Let's say you have a website for finding and booking airfares, she continued. “VoC feedback is consistently suggesting you add the ability to apply for airline jobs through your site.” At that point, she said, you have to ask yourself whether these comments are coming from people who don't understand the purpose of your service — or is the need for an online job application site so much greater than the need for another booking site that the audience is turning to you as a desperate resort?
“In the case of the former, you need to look at your marketing, because you're clearly not reaching the market you need. In the other case, you might want to adapt your product to a niche that obviously needs filling.”

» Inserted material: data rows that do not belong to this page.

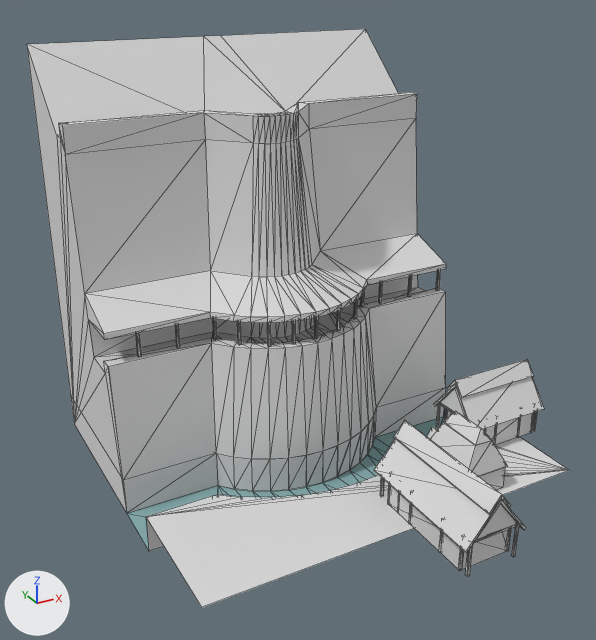
The OBJ model assets/stl_export/cc1w.obj: old version first, new version second.
Both versions are drawn from a camera (50 mm lens) standing at (-28.5, -51.4, 35.6) and looking at (-1.6, -2.5, 11.1). Every picture has the same lights, and +X, +Y and +Z are marked at lower left. The older version comes first. Mesh edges are drawn as thin lines. Where no turn or scale is listed for an object, it has been applied to the vertices. Vertices at exactly the same position are counted once.

Names of what the first picture shows: 'cc1w'.
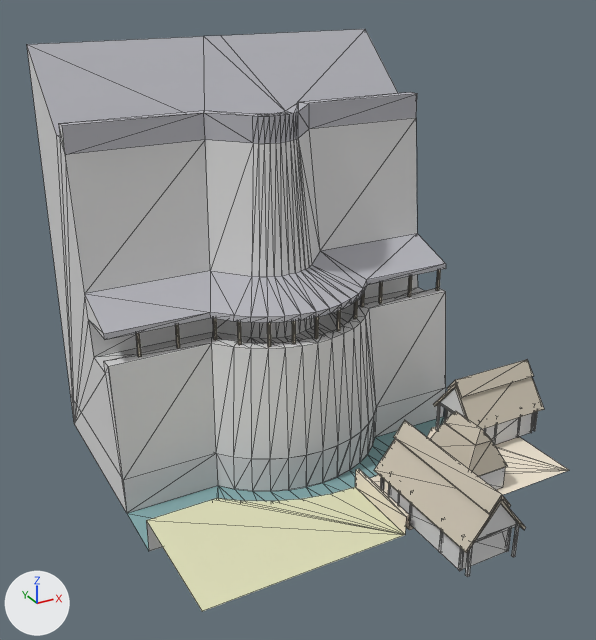
The change, as a diff of the scene's bpy script:
```diff
--- a/assets/stl_export/cc1w.obj.py
+++ b/assets/stl_export/cc1w.obj.py
@@ mat_castleroof @@
+mat_castleroof = principled_material('castleRoof')
+mat_castleroof.base_color = (0.471, 0.471, 0.51)  # grey #b7b7bd
+mat_castleroof.roughness = 1.0
@@ mat_w @@
+mat_w = principled_material('w')
+mat_w.base_color = (0.757, 0.757, 0.502)  # beige #e2e2bc
+mat_w.roughness = 1.0
@@ mat_straw @@
+mat_straw = principled_material('straw')
+mat_straw.base_color = (0.569, 0.514, 0.42)  # light grey #c7bead
+mat_straw.roughness = 1.0
@@ mat_cortyard @@
+mat_cortyard = principled_material('cortyard')
+mat_cortyard.base_color = (0.878, 0.792, 0.651)  # pale yellow #f1e6d3
+mat_cortyard.roughness = 1.0
@@ me_cc1w @@
 # used by ob_cc1w; location = (0.0, 0.0, 0.0)
-me_cc1w.from_pydata(...)  # 741 vertices, 1259 faces; spans x -15.0..16.9, y -20.7..15.0, z -3.0..29.6
+me_cc1w.from_pydata(...)  # 752 vertices, 1277 faces; spans x -15.0..16.9, y -20.7..15.0, z -3.0..29.6
+# me_cc1w part 1
+# 6 vertices are removed from x -15.0..-2.2, y -15.0..-5.0, z 0.0
+# 21 faces are deleted
+# 2 vertices move from x -10.0..-6.4, y -7.2..-5.0, z 0.0 to x -10.0..-6.4, y -7.2..-5.0, z -0.3
+# 7 vertices are added at x -15.0..0.2, y -15.0..-8.7, z -0.3..1.2
+# 5 new vertices lie (0.0, 0.0, 2.7) away from vertices in x -15.0..-2.2, y -8.5..-5.0, z -3.0
+# 5 new vertices lie (0.0, 6.3, 0.0) away from vertices in x -0.2..0.2, y -15.0, z -0.3..1.2
+# 16 new faces join them, mat_default (light grey #dadada)
+# 14 new faces join them, mat_cortyard (pale yellow #f1e6d3)
+# 9 new faces join them, mat_w (beige #e2e2bc)
+# me_cc1w part 2: 185 faces spanning x -15.0..15.0, y -2.5..15.0, z 11.0..29.6 switch from mat_default (light grey #dadada) to mat_castleroof (grey #b7b7bd)
+# me_cc1w part 3: 254 faces spanning x -12.6..16.9, y -20.7..1.6, z 1.8..11.0 switch from mat_default (light grey #dadada) to mat_straw (light grey #c7bead)
+# me_cc1w part 4: 6 faces spanning x 2.2..15.0, y -15.0..-5.0, z 0.0 switch from mat_default (light grey #dadada) to mat_cortyard (pale yellow #f1e6d3)
 me_cc1w.materials.append(mat_water)
+me_cc1w.materials.append(mat_w)  # beige #e2e2bc
```

Changed parts and their boxes [x1, y1, x2, y2] in the pictures (596 x 640 px):
'cc1w', reshaped
    before: [27, 29, 568, 607]
    after: [27, 29, 568, 611]
part 1 of me_cc1w, cut back
    before: [146, 470, 568, 607]
    after: [146, 469, 568, 611]
part 2 of me_cc1w, recoloured (light grey to grey)
    both: [27, 29, 446, 340]
part 3 of me_cc1w, recoloured
    both: [136, 270, 544, 553]
part 4 of me_cc1w, recoloured (light grey to pale yellow)
    both: [427, 425, 568, 471]

The Company Is Making a Pivot
The VoC may start to become misaligned if the company is making a pivot — that is, it is changing its services or it can no longer meet the needs of a group of customers due to a situation like a technology change, said Tom Eggemeier, president at Genesys. An example would be a tech company that has stopped supporting earlier versions of its software that a small and shrinking proportion of customers is still using. “The customer likely has its reasons and biases for wanting things their way,” he said. “The company does as well. The company’s next move is to listen — it must tread with care or risk losing the business.”
Your Customers May Be Embarrassed
One important point to keep in mind when doing any kind of marketing research is the potential for social desirability bias, said Vassilis Dalakas, professor of Marketing at Cal State University, San Marcos. “It is natural for all of us to want to be perceived in a positive way by others which, sometimes, may lead to giving answers/feedback on marketing research that may not reflect our true preferences or opinions, in an effort to look better.”
Examples might be customers saying they are concerned about the environment or healthy eating or limiting screen time for their children. “When the VoC seems to suggest very surprising or unexpected results — for example, 96 percent of parents tell the company they do not allow their kids to use smartphones or tablets for more than 30 minutes per week — it is wise to probe further regarding the validity of such results before implementing any major strategic decisions off such feedback,” said Dalakas.
You’re Interpreting the Results Incorrectly
The VoC is never wrong — but companies can definitely interpret what the consumers are saying incorrectly, said Pamela Danziger, founder of Unity Marketing. The VoC data collected via social media, for example, are but one touch point in understanding the consumers and what they are saying and how they are feeling about the brand/company, she said. “Raw data from social media data gathering needs to be checked against real consumers in a personal research setting. It calls for a deep dive into the mind of the consumers, not just collecting data and charting it as good/bad.”
“The term ‘voice of the customer’ is actually a somewhat dangerous term because a great deal of what we learn from customers is about observation and indirect questioning, where VoC often can be interpreted as asking ‘what do you want?’” said Heidi Wisbach, SVP of Business Innovation of FROM. “Smart and experienced researchers allow the customer to first tell them their story and talk the researcher through the way they go about things and then ask how the customer could envision a better way to address their needs.”
You’ve Asked a Bad Question
Often times it’s the question being asked — or how it is asked, said Chris Byrne, co-founder of Sensorpro. “When a question is misunderstood, the survey result is skewed for everyone, not just the individual answer. So it's worth spending some time thinking about how to ask the question. It can mean the difference between a poor outcome and a survey result you can rely on.”
Byrne said a poorly-designed question has one of two common traits. The question posed a false equivalence, essentially comparing things of vastly differing magnitudes. Or it offered a false dilemma — i.e., other options were available but were not presented.